SCIENCE
AI decodes Vesuvius scrolls, revealing ancient philosophy lost nearly 2,000 years
Artificial intelligence has virtually unwrapped charred papyri from Herculaneum, exposing stoic texts on ethics and human behaviour buried since 79 A.D.
Rosaria Esposito598 wordsEdition №28Saturday, 27 June 2026 — Edition № 28
Scientists have unveiled the contents of carbonized papyri from Herculaneum using artificial intelligence to virtually read scrolls too fragile to physically unroll. The breakthrough, announced by researchers at the University of Kentucky on Thursday, has recovered texts that have remained inaccessible since the eruption of Mount Vesuvius in 79 A.D. buried the Roman cities of Pompeii and Herculaneum under ash and pumice. The surviving portion of one scroll discusses stoic philosophy on ethics, the arts, human behaviour and theology—knowledge lost to history until now.

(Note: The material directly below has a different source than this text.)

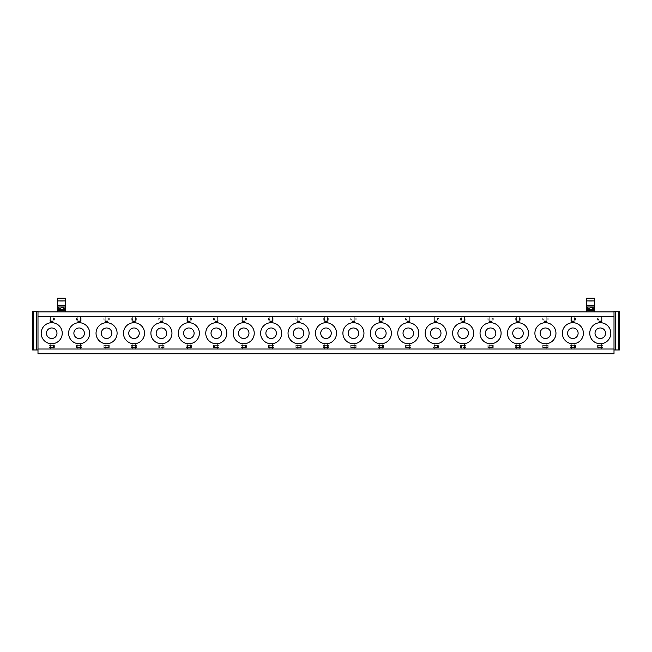 <?xml version="1.0" encoding="UTF-8"?>
<svg xmlns="http://www.w3.org/2000/svg" width="652" height="652" viewBox="0 0 652 652"><rect width="100%" height="100%" fill="white"/><g stroke="black" fill="none" stroke-linecap="round" stroke-linejoin="round"><path stroke-width="0.49" stroke-dasharray="3.26 2.44" d="M614.005 311.909L37.995 311.909L37.995 353.751L614.005 353.751L614.005 311.909L614.005 349.969L615.618 349.969L615.618 311.363L614.005 311.363L614.005 349.969M65.428 311.909L57.327 311.909L65.428 311.909L65.428 301.925L57.327 301.925L57.327 298.249L65.428 298.249L65.428 301.925M594.673 311.909L586.572 311.909L594.673 311.909L594.673 301.925L586.572 301.925L586.572 298.249L594.673 298.249L594.673 301.925M37.995 349.024L614.005 349.024M37.995 316.627L614.005 316.627M57.327 311.909L57.327 301.925M57.327 309.765L57.327 307.671L65.428 307.671L57.327 307.671L57.327 310.376L57.327 309.765L65.428 309.765L65.428 310.784M65.428 310.376L65.428 309.765M586.572 311.909L586.572 301.925M586.572 309.765L586.572 307.671L594.673 307.671L586.572 307.671L586.572 310.376L586.572 309.765L594.673 309.765L594.673 310.784M594.673 310.376L594.673 309.765M33.676 349.969L33.676 311.363L32.6 311.363L32.6 349.969L37.995 349.969M33.676 311.363L37.995 311.363L37.995 311.909M36.382 311.363L36.382 349.969M615.618 311.363L619.4 311.363L619.4 349.969L615.618 349.969M618.324 311.363L618.324 349.969M77.792 347.54L77.792 348.975L80.489 348.975L77.792 348.975L80.489 348.975L77.792 348.975L77.792 343.946L80.489 343.946L80.489 345.381L81.842 345.389L81.842 347.532L80.489 347.532L80.489 345.389L77.8 345.389L77.8 347.532L80.489 347.532M80.489 347.54L80.489 343.946L80.489 348.975L80.489 343.946L77.792 343.946L77.792 345.381L76.439 345.389L81.842 345.389L81.842 347.532L77.368 347.532L77.368 345.389M50.367 347.54L50.367 348.975L53.065 348.975L50.367 348.975L53.065 348.975L50.367 348.975L50.367 343.946L53.065 343.946L53.065 345.381L54.409 345.389L54.409 347.532L53.056 347.532L53.065 345.389L50.367 345.389L50.367 347.532L53.056 347.532M53.065 347.54L53.065 343.946L53.065 348.975L53.065 343.946L50.367 343.946L50.367 345.381L49.014 345.389L54.409 345.389L54.409 347.532L49.935 347.532L49.935 345.389M105.225 347.54L105.225 348.975L107.922 348.975L105.225 348.975L107.922 348.975L105.225 348.975L105.225 343.946L107.922 343.946L107.922 345.381L109.267 345.389L109.267 347.532L107.914 347.532L107.914 345.389L105.225 345.389L105.225 347.532L107.914 347.532M107.922 347.54L107.922 343.946L107.922 348.975L107.922 343.946L105.225 343.946L105.225 345.381L103.872 345.389L109.267 345.389L109.267 347.532L104.793 347.532L104.793 345.389M132.649 347.54L132.649 348.975L135.347 348.975L132.649 348.975L135.347 348.975L132.649 348.975L132.649 343.946L135.347 343.946L135.347 345.381L136.7 345.389L136.7 347.532L135.347 347.532L135.347 345.389L132.658 345.389L132.658 347.532L135.347 347.532M135.347 347.54L135.347 343.946L135.347 348.975L135.347 343.946L132.649 343.946L132.649 345.381L131.296 345.389L136.7 345.389L136.7 347.532L132.226 347.532L132.226 345.389M160.082 347.54L160.082 348.975L162.78 348.975L160.082 348.975L162.78 348.975L160.082 348.975L160.082 343.946L162.78 343.946L162.78 345.381L160.082 345.381L160.082 347.532L164.125 347.532L164.125 345.389L164.125 347.532L159.65 347.532L159.65 345.389L164.125 345.389L159.65 345.389M162.78 347.54L162.78 343.946L162.78 348.975L162.78 343.946L160.082 343.946L160.082 345.381M187.507 347.54L187.507 348.975L190.205 348.975L187.507 348.975L190.205 348.975L187.507 348.975L187.507 343.946L190.205 343.946L190.205 345.381L191.558 345.389L191.558 347.532L190.205 347.532L190.205 345.389L187.515 345.389L187.515 347.532L190.205 347.532M190.205 347.54L190.205 343.946L190.205 348.975L190.205 343.946L187.507 343.946L187.507 345.381M214.932 347.54L214.932 348.975L217.638 348.975L214.932 348.975L217.638 348.975L214.932 348.975L214.932 343.946L217.638 343.946L217.638 345.381L218.982 345.389L218.982 347.532L217.629 347.532L217.629 345.389L214.94 345.389L214.94 347.532L217.629 347.532M217.638 347.54L217.638 343.946L217.638 348.975L217.638 343.946L214.932 343.946L214.932 345.381M242.365 347.54L242.365 348.975L245.062 348.975L242.365 348.975L245.062 348.975L242.365 348.975L242.365 343.946L245.062 343.946L245.062 345.381L246.415 345.389L246.415 347.532L245.062 347.532L245.062 345.389L242.365 345.389L242.365 347.532L245.062 347.532M245.062 347.54L245.062 343.946L245.062 348.975L245.062 343.946L242.365 343.946L242.365 345.381L241.012 345.389L246.415 345.389L246.415 347.532L241.941 347.532L241.941 345.389M269.789 347.54L269.789 348.975L272.495 348.975L269.789 348.975L272.495 348.975L269.789 348.975L269.789 343.946L272.495 343.946L272.495 345.381L273.84 345.389L273.84 347.532L272.487 347.532L272.487 345.389L269.798 345.389L269.798 347.532L272.487 347.532M272.495 347.54L272.495 343.946L272.495 348.975L272.495 343.946L269.789 343.946L269.789 345.381L268.445 345.389L273.84 345.389L273.84 347.532L269.366 347.532L269.366 345.389M297.222 347.54L297.222 348.975L299.92 348.975L297.222 348.975L299.92 348.975L297.222 348.975L297.222 343.946L299.92 343.946L299.92 345.381L301.273 345.389L301.273 347.532L299.912 347.532L299.92 345.389L297.222 345.389L297.222 347.532L299.912 347.532M299.92 347.54L299.92 343.946L299.92 348.975L299.92 343.946L297.222 343.946L297.222 345.381L295.869 345.389L301.273 345.389L301.273 347.532L296.79 347.532L296.79 345.389M324.647 347.54L324.647 348.975L327.353 348.975L324.647 348.975L327.353 348.975L324.647 348.975L324.647 343.946L327.353 343.946L327.353 345.381L328.698 345.389L328.698 347.532L327.345 347.532L327.345 345.389L324.655 345.389L324.655 347.532L327.345 347.532M327.353 347.54L327.353 343.946L327.353 348.975L327.353 343.946L324.647 343.946L324.647 345.381L323.302 345.389L328.698 345.389L328.698 347.532L324.223 347.532L324.223 345.389M352.08 347.54L352.08 348.975L354.778 348.975L352.08 348.975L354.778 348.975L352.08 348.975L352.08 343.946L354.778 343.946L354.778 345.381L356.131 345.389L356.131 347.532L354.769 347.532L354.778 345.389L352.08 345.389L352.08 347.532L354.769 347.532M354.778 347.54L354.778 343.946L354.778 348.975L354.778 343.946L352.08 343.946L352.08 345.381L350.727 345.389L356.131 345.389L356.131 347.532L351.648 347.532L351.648 345.389M379.505 347.54L379.505 348.975L382.211 348.975L379.505 348.975L382.211 348.975L379.505 348.975L379.505 343.946L382.211 343.946L382.211 345.381L383.555 345.389L383.555 347.532L382.202 347.532L382.202 345.389L379.513 345.389L379.513 347.532L382.202 347.532M382.211 347.54L382.211 343.946L382.211 348.975L382.211 343.946L379.505 343.946L379.505 345.381L378.16 345.389L383.555 345.389L383.555 347.532L379.081 347.532L379.081 345.389M406.938 347.54L406.938 348.975L409.635 348.975L406.938 348.975L409.635 348.975L406.938 348.975L406.938 343.946L409.635 343.946L409.635 345.381L410.988 345.389L410.988 347.532L409.627 347.532L409.635 345.389L406.938 345.389L406.938 347.532L409.627 347.532M409.635 347.54L409.635 343.946L409.635 348.975L409.635 343.946L406.938 343.946L406.938 345.381L405.585 345.389L410.988 345.389L410.988 347.532L406.506 347.532L406.506 345.389M434.362 347.54L434.362 348.975L437.068 348.975L434.362 348.975L437.068 348.975L434.362 348.975L434.362 343.946L437.068 343.946L437.068 345.381L434.371 345.381L434.371 347.532L438.413 347.532L438.413 345.389L438.413 347.532L433.939 347.532L433.939 345.389L438.413 345.389L433.939 345.389M437.068 347.54L437.068 343.946L437.068 348.975L437.068 343.946L434.362 343.946L434.362 345.381M461.795 347.54L461.795 348.975L464.493 348.975L461.795 348.975L464.493 348.975L461.795 348.975L461.795 343.946L464.493 343.946L464.493 345.381L461.795 345.381L461.795 347.532L465.846 347.532L465.846 345.389L465.846 347.532L461.363 347.532L461.363 345.389L465.846 345.389L461.363 345.389M464.493 347.54L464.493 343.946L464.493 348.975L464.493 343.946L461.795 343.946L461.795 345.381M489.22 347.54L489.22 348.975L491.918 348.975L489.22 348.975L491.918 348.975L489.22 348.975L489.22 343.946L491.918 343.946L491.918 345.381L493.271 345.389L493.271 347.532L491.918 347.532L491.918 345.389L489.228 345.389L489.228 347.532L491.918 347.532M491.918 347.54L491.918 343.946L491.918 348.975L491.918 343.946L489.22 343.946L489.22 345.381M516.653 347.54L516.653 348.975L519.351 348.975L516.653 348.975L519.351 348.975L516.653 348.975L516.653 343.946L519.351 343.946L519.351 345.381L520.703 345.389L520.703 347.532L519.342 347.532L519.351 345.389L516.653 345.389L516.653 347.532L519.342 347.532M519.351 347.54L519.351 343.946L519.351 348.975L519.351 343.946L516.653 343.946L516.653 345.381L515.3 345.389L520.703 345.389L520.703 347.532L516.221 347.532L516.221 345.389M544.078 347.54L544.078 348.975L546.775 348.975L544.078 348.975L546.775 348.975L544.078 348.975L544.078 343.946L546.775 343.946L546.775 345.381L548.128 345.389L548.128 347.532L546.775 347.532L546.775 345.389L544.086 345.389L544.086 347.532L546.775 347.532M546.775 347.54L546.775 343.946L546.775 348.975L546.775 343.946L544.078 343.946L544.078 345.381L542.733 345.389L548.128 345.389L548.128 347.532L543.654 347.532L543.654 345.389M571.511 347.54L571.511 348.975L574.208 348.975L571.511 348.975L574.208 348.975L571.511 348.975L571.511 343.946L574.208 343.946L574.208 345.381L575.561 345.389L575.561 347.532L574.2 347.532L574.208 345.389L571.511 345.389L571.511 347.532L574.2 347.532M574.208 347.54L574.208 343.946L574.208 348.975L574.208 343.946L571.511 343.946L571.511 345.381L570.158 345.389L575.561 345.389L575.561 347.532L571.079 347.532L571.079 345.389M598.935 347.54L598.935 348.975L601.633 348.975L598.935 348.975L601.633 348.975L598.935 348.975L598.935 343.946L601.633 343.946L601.633 345.381L602.986 345.389L602.986 347.532L601.633 347.532L601.633 345.389L598.943 345.389L598.943 347.532L601.633 347.532M601.633 347.54L601.633 343.946L601.633 348.975L601.633 343.946L598.935 343.946L598.935 345.381L597.591 345.389L602.986 345.389L602.986 347.532L598.512 347.532L598.512 345.389M49.935 320.108L49.014 320.108L49.014 317.956L49.014 320.108L53.056 320.108L53.065 321.542L50.367 321.542L53.065 321.542L50.367 321.542L50.367 316.522L53.065 316.522L53.065 317.956L54.409 317.956L54.409 320.108L53.056 320.108L53.065 317.956L50.367 317.956L50.367 321.542L50.367 316.522L53.065 316.522L53.065 321.542L50.367 321.542L50.367 316.522L50.367 317.956L49.014 317.956L54.409 317.956L54.409 320.108L49.935 320.108L49.935 317.956M77.368 320.108L76.439 320.108L76.439 317.956L76.439 320.108L80.489 320.108L80.489 321.542L77.792 321.542L80.489 321.542L77.792 321.542L77.792 316.522L80.489 316.522L80.489 317.956L81.842 317.956L81.842 320.108L80.489 320.108L80.489 317.956L77.8 317.956L77.792 321.542L77.792 316.522L80.489 316.522L80.489 321.542L77.792 321.542L77.792 316.522L77.792 317.956L76.439 317.956L81.842 317.956L81.842 320.108L77.368 320.108L77.368 317.956M104.793 320.108L103.872 320.108L103.872 317.956L103.872 320.108L107.914 320.108L107.922 321.542L105.225 321.542L107.922 321.542L105.225 321.542L105.225 316.522L107.922 316.522L107.922 317.956L109.267 317.956L109.267 320.108L107.914 320.108L107.914 317.956L105.225 317.956L105.225 321.542L105.225 316.522L107.922 316.522L107.922 321.542L105.225 321.542L105.225 316.522L105.225 317.956L103.872 317.956L109.267 317.956L109.267 320.108L104.793 320.108L104.793 317.956M132.226 320.108L131.296 320.108L131.296 317.956L131.296 320.108L135.347 320.108L135.347 321.542L132.649 321.542L135.347 321.542L132.649 321.542L132.649 316.522L135.347 316.522L135.347 317.956L136.7 317.956L136.7 320.108L135.347 320.108L135.347 317.956L132.658 317.956L132.649 321.542L132.649 316.522L135.347 316.522L135.347 321.542L132.649 321.542L132.649 316.522L132.649 317.956L131.296 317.956L136.7 317.956L136.7 320.108L132.226 320.108L132.226 317.956M162.78 320.108L162.78 321.542L160.082 321.542L162.78 321.542L160.082 321.542L160.082 316.522L162.78 316.522L162.78 317.956L160.082 317.956L160.082 321.542L160.082 316.522L162.78 316.522L162.78 321.542L160.082 321.542L160.082 316.522L160.082 317.956L158.729 317.956L164.125 317.956L164.125 320.108L162.772 320.108L162.772 317.956L164.125 317.956L164.125 320.108L159.65 320.108L159.65 317.956M187.507 320.108L187.507 316.522L190.205 316.522L190.205 317.956L191.558 317.956L191.558 320.108L190.205 320.108L190.205 317.956L187.515 317.956L187.515 320.108L190.205 320.108L190.205 321.542L187.507 321.542L187.507 316.522L190.205 316.522L190.205 321.542L187.507 321.542L187.507 317.956M214.932 320.108L214.932 316.522L217.638 316.522L217.638 317.956L218.982 317.956L218.982 320.108L217.629 320.108L217.629 317.956L214.94 317.956L214.94 320.108L217.629 320.108L217.638 321.542L214.932 321.542L214.932 316.522L217.638 316.522L217.638 321.542L214.932 321.542L214.932 317.956M241.941 320.108L241.012 320.108L241.012 317.956L241.012 320.108L245.062 320.108L245.062 321.542L242.365 321.542L245.062 321.542L242.365 321.542L242.365 316.522L245.062 316.522L245.062 317.956L246.415 317.956L246.415 320.108L245.062 320.108L245.062 317.956L242.365 317.956L242.365 321.542L242.365 316.522L245.062 316.522L245.062 321.542L242.365 321.542L242.365 316.522L242.365 317.956L241.012 317.956L246.415 317.956L246.415 320.108L241.941 320.108L241.941 317.956M269.366 320.108L268.445 320.108L268.445 317.956L268.445 320.108L272.487 320.108L272.495 321.542L269.789 321.542L272.495 321.542L269.789 321.542L269.789 316.522L272.495 316.522L272.495 317.956L273.84 317.956L273.84 320.108L272.487 320.108L272.487 317.956L269.798 317.956L269.789 321.542L269.789 316.522L272.495 316.522L272.495 321.542L269.789 321.542L269.789 316.522L269.789 317.956L268.445 317.956L273.84 317.956L273.84 320.108L269.366 320.108L269.366 317.956M296.79 320.108L295.869 320.108L295.869 317.956L295.869 320.108L299.912 320.108L299.92 321.542L297.222 321.542L299.92 321.542L297.222 321.542L297.222 316.522L299.92 316.522L299.92 317.956L301.273 317.956L301.273 320.108L299.912 320.108L299.92 317.956L297.222 317.956L297.222 321.542L297.222 316.522L299.92 316.522L299.92 321.542L297.222 321.542L297.222 316.522L297.222 317.956L295.869 317.956L301.273 317.956L301.273 320.108L296.79 320.108L296.79 317.956M324.223 320.108L323.302 320.108L323.302 317.956L323.302 320.108L327.345 320.108L327.353 321.542L324.647 321.542L327.353 321.542L324.647 321.542L324.647 316.522L327.353 316.522L327.353 317.956L328.698 317.956L328.698 320.108L327.345 320.108L327.345 317.956L324.655 317.956L324.647 321.542L324.647 316.522L327.353 316.522L327.353 321.542L324.647 321.542L324.647 316.522L324.647 317.956L323.302 317.956L328.698 317.956L328.698 320.108L324.223 320.108L324.223 317.956M351.648 320.108L350.727 320.108L350.727 317.956L350.727 320.108L354.769 320.108L354.778 321.542L352.08 321.542L354.778 321.542L352.08 321.542L352.08 316.522L354.778 316.522L354.778 317.956L356.131 317.956L356.131 320.108L354.769 320.108L354.778 317.956L352.08 317.956L352.08 321.542L352.08 316.522L354.778 316.522L354.778 321.542L352.08 321.542L352.08 316.522L352.08 317.956L350.727 317.956L356.131 317.956L356.131 320.108L351.648 320.108L351.648 317.956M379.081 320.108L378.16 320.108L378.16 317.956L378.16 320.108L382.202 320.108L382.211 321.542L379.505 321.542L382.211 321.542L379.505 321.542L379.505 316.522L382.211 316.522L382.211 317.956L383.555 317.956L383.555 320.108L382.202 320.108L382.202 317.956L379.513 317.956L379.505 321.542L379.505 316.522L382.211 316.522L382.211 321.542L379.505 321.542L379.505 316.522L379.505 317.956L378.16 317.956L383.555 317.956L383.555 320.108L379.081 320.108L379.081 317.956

The charred papyri have sat in collections since an 18th-century archaeological dig uncovered a library of intact but unreadable scrolls. For centuries, scholars could not open or read them without destroying them. The AI method scans the scrolls and reconstructs the text by identifying faint traces of ink beneath layers of carbonization, allowing researchers to read the hidden writing without physical contact. According to NBC News, the recovered texts reveal philosophical takes that scholars had never before been able to access from this period.
The discovery carries particular weight for Campania, where Pompeii and Herculaneum remain among the world's most visited archaeological sites and a cornerstone of the region's cultural economy. The scrolls offer a rare window into the intellectual life of ordinary Romans before the catastrophe—not imperial decrees or official records, but personal philosophical reflection. The technique opens the possibility that thousands of other carbonized scrolls in collections worldwide may now be readable, potentially transforming our understanding of the ancient Mediterranean world.